It’s that time of year again; the long summer days are numbered, summer’s lease is all too short as she takes her last few breaths. We are now firmly back in the season of lunches, uniforms, books, and following a regimented timetable. Yes, the season of back to school has commenced.
Social media is busy this time of year as we’re inundated with witty portrayals of overly jubilant parents preparing to get rid of their kids out from under their jaded feet. But the reality can be something far starker and more challenging than Facebook would have us believe.
For many parents, back to school means back to anxiety and worry — especially when the child in question has had a difficult time during the previous year. So parents often come to dread back to school as it provokes so much tension in the household.
Returning to school can trigger a range of emotions for children. It seems that more children are suffering from anxiety than ever before. The statistics are quite frightening. I have been struck by the dramatic increase in school refusal over the last number of years.
It has often left me perplexed, because schools have never been more child-centred and teachers are far more understanding of mental health than in previous generations. So I have often found myself wondering why this generation of students are finding school so challenging and problematic.
Of course, the easy target would be technology. And certainly technology has impacted sleeping patterns and motivation to attend school. And also if a student has an issue with another student, ubiquitous internet connection means that issue is no longer confined to the school playground, as social media can mean a child is always within the grasp of another child.
Therefore, technology has definitely impacted students’ experience of school. However, I often question if children are receiving the appropriate coping skills during their formative years, because it seems that when they meet a challenge in school, they do not have the tools to help them manage the issue and they collapse under the weight of it.

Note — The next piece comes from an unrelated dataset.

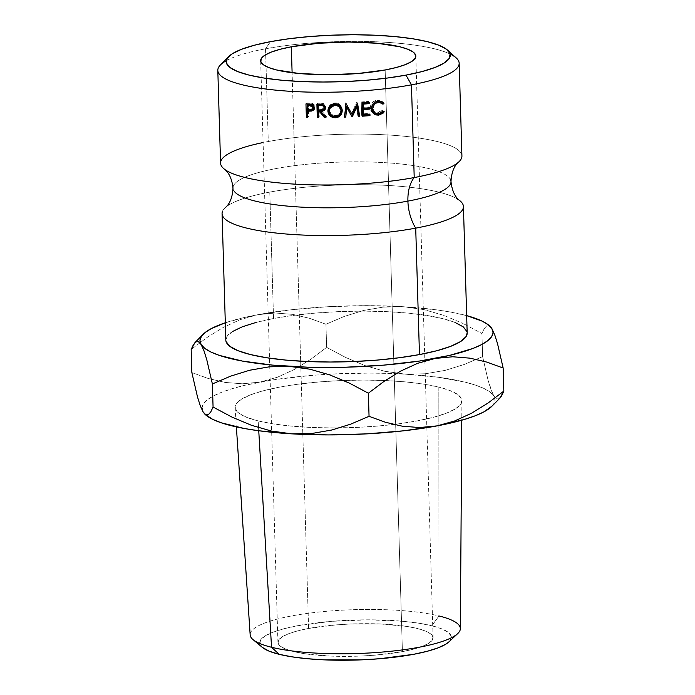 <?xml version="1.0" encoding="UTF-8"?>
<svg xmlns="http://www.w3.org/2000/svg" width="695" height="695" viewBox="0 0 695 695"><rect width="100%" height="100%" fill="white"/><g stroke="black" fill="none" stroke-linecap="round" stroke-linejoin="round"><path stroke-width="0.52" stroke-dasharray="3.48 2.61" d="M461.35 158.59A120.73 25.211 -1.7 0 0 400.112 135.855A120.73 25.211 -1.7 0 0 268.279 141.519L265.533 48.798L270.494 41.657L265.533 48.798A120.73 25.211 178.3 0 1 450.178 54.088M276.089 168.555A109.054 22.77 178.3 0 1 450.134 178.893A109.054 22.77 -1.7 0 0 276.089 168.555A109.054 22.77 -1.7 0 0 233.859 190.76A109.054 22.77 178.3 0 1 276.089 168.555M448.935 641.859A95.884 20.025 -1.7 0 0 431.847 625.752L438.971 615.952L438.832 387.106A113.459 23.691 178.3 0 1 461.914 400.815A113.459 23.691 178.3 0 1 393.639 424.463A113.459 23.691 178.3 0 1 339.586 427.885A113.459 23.691 178.3 0 1 258.166 420.901L258.748 430.761L258.166 420.901L273.283 423.881L291.283 426.096L311.482 427.46L333.113 427.92L355.327 427.468L377.281 426.113L398.131 423.907L417.07 420.935L433.376 417.313L446.425 413.178L455.703 408.695L460.863 404.03L461.706 399.364L458.196 394.873L450.473 390.738L438.832 387.106L423.724 384.127L405.715 381.911L385.517 380.547L363.893 380.078L341.671 380.539L319.717 381.894L298.867 384.1L279.929 387.072L263.622 390.694L250.582 394.821L241.295 399.312L236.135 403.977L235.292 408.643L238.802 413.134L246.525 417.269L258.166 420.901A113.459 23.691 178.3 0 1 235.101 407.548A113.459 23.691 178.3 0 1 311.586 382.641A113.459 23.691 178.3 0 1 438.832 387.106L438.971 615.952A105.145 21.953 -1.7 0 0 321.047 611.808A105.145 21.953 -1.7 0 0 250.165 634.9M456.224 57.937A120.73 25.211 -1.7 0 0 265.533 48.798L268.279 141.519A120.73 25.211 -1.7 0 0 220.567 163.125M308.597 628.454A77.614 16.211 -1.7 0 0 277.93 642.336A77.614 16.211 -1.7 0 0 321.229 655.55A77.614 16.211 -1.7 0 0 402.414 651.615L385.152 69.969L402.414 651.615L375.196 655.159L360.175 656.089L330.186 656.08L304.054 653.63L293.716 651.589L285.749 649.113L280.467 646.28L278.07 643.205L278.643 640.017L282.179 636.82L288.521 633.753L297.443 630.93L308.597 628.454L335.815 624.909L350.836 623.98L380.825 623.988L406.957 626.438L417.295 628.48L425.262 630.956L430.544 633.788L432.942 636.863L432.368 640.052L428.841 643.249L422.49 646.315L413.568 649.139L402.414 651.615A77.614 16.211 -1.7 0 0 433.081 637.732A77.614 16.211 -1.7 0 0 389.782 624.518A77.614 16.211 -1.7 0 0 308.597 628.454L292.108 72.732L308.597 628.454M460.359 628.662A105.145 21.953 -1.7 0 0 438.971 615.952L431.847 625.752L419.076 623.241L403.865 621.365L368.515 619.818L331.185 621.347L297.556 625.726L283.777 628.784L272.753 632.276L264.908 636.064L260.547 640.008L259.834 643.952L262.797 647.749M461.923 155.958A120.73 25.211 -1.7 0 0 394.569 135.403A120.73 25.211 -1.7 0 0 268.279 141.519M222.643 211.072A120.73 25.211 178.3 0 1 269.782 192.098A120.73 25.211 178.3 0 1 396.072 185.982A120.73 25.211 178.3 0 1 463.426 206.537M467.179 332.983A120.73 25.211 -1.7 0 0 399.825 312.429A120.73 25.211 -1.7 0 0 273.535 318.545L269.782 192.098L273.535 318.545L256.186 322.402M403.282 306.721L436.312 309.814L450.655 312.064L466.658 315.626A146.602 30.615 178.3 0 0 403.282 306.721L383.145 307.112L363.416 310.5L344.303 316.416L325.946 324.252L309.675 318.345L292.734 314.383L275.481 313.011L257.897 314.687L291.127 309.779L328.127 306.704L366.387 305.661L403.282 306.721L383.145 307.112L363.416 310.5L344.303 316.416L325.946 324.252L309.675 318.345L292.734 314.383L275.481 313.011L257.897 314.687L240.331 319.604L223.373 327.38L206.954 337.535L191.168 349.455L206.954 337.535L223.373 327.38L240.331 319.604L257.897 314.687A146.602 30.615 178.3 0 1 403.282 306.721L423.828 309.579L403.282 306.721M225.31 322.784L243.424 317.719L257.897 314.687A146.602 30.615 178.3 0 0 225.31 322.784M232.425 331.567L226.935 336.536L226.04 341.506M467.17 332.888L466.962 331.628M455.008 322.445L442.619 318.588L426.539 315.417L407.383 313.063L385.89 311.603L362.877 311.108L339.238 311.595L315.878 313.037L293.69 315.382L273.535 318.545A120.73 25.211 -1.7 0 0 225.823 340.15M222.07 213.704A120.73 25.211 178.3 0 1 269.782 192.098A120.73 25.211 178.3 0 1 456.832 198.657M226.257 60.734A120.73 25.211 178.3 0 1 265.533 48.798A120.73 25.211 -1.7 0 0 220.437 64.93M443.766 315.356L423.828 309.579L443.766 315.356L463.096 323.505L443.766 315.356M489.462 325.781L490.14 326.389L489.184 325.729L486.622 325.912L484.198 328.709L481.93 333.531L463.096 323.505L481.93 333.531L482.617 356.622L488.22 380.886L495.04 400.007L493.685 404.038L491.912 406.219M201.967 408L203.322 403.969L207.153 399.938L213.408 395.968L221.983 392.145L232.712 388.522L245.422 385.16L275.898 379.461L311.317 375.43L330.134 374.136L368.385 373.093L387.167 373.363L405.281 374.153L438.31 377.255L465.224 382.172L475.788 385.212L484.172 388.583L490.244 392.206L493.884 396.037A146.602 30.615 -1.7 0 0 405.281 374.153L425.418 373.771L445.156 370.374L464.269 364.458L482.617 356.622L488.22 380.886L491.044 389.869L493.884 396.037L496.578 398.904L499.149 398.721L500.018 398M205.103 414.385L203.122 411.97A146.602 30.615 -1.7 0 0 205.112 414.385A146.602 30.615 -1.7 0 0 205.538 414.785M491.851 406.288A146.602 30.615 -1.7 0 0 494.814 398.157A146.602 30.615 -1.7 0 0 493.884 396.037L496.578 398.904L499.149 398.721M491.878 328.596L489.184 325.729L486.622 325.912L484.198 328.709L481.93 333.531L482.617 356.622L464.269 364.458L445.156 370.374L425.418 373.771L405.281 374.153L384.743 371.295L364.797 365.518L345.476 357.378L326.633 347.352L325.946 324.252L326.633 347.352L310.847 359.272L294.428 369.427L277.47 377.203L259.904 382.12L277.47 377.203L294.428 369.427L310.847 359.272L326.633 347.352L345.476 357.378L364.797 365.518L384.743 371.295L405.281 374.153A146.602 30.615 -1.7 0 0 259.904 382.12L242.32 383.796L225.067 382.424L208.135 378.462L191.855 372.555L208.135 378.462L225.067 382.424L242.32 383.796L259.904 382.12A146.602 30.615 -1.7 0 0 203.122 411.97M271.484 431.056L251.486 425.297L231.948 417.087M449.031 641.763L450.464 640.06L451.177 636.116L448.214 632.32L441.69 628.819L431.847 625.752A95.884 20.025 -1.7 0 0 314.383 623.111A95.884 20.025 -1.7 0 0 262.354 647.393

Anxiety manifests itself when what is being demanded of the child exceeds their resilience. Think of it like this — one child isn’t born with more resilience than another; they learn it through their formative years.
If a child constantly had anxiety-provoking moments taken from them while they were growing up they would never learn the skills needed to manage stress when it appears in their adolescent life. So don’t fear anxiety. See it as an opportunity to teach your child how to manage it for life.
Back to school can be such a challenging time for the whole family. This year, view it as an opportunity to help your child develop the skills that he or she will need to overcome adversity.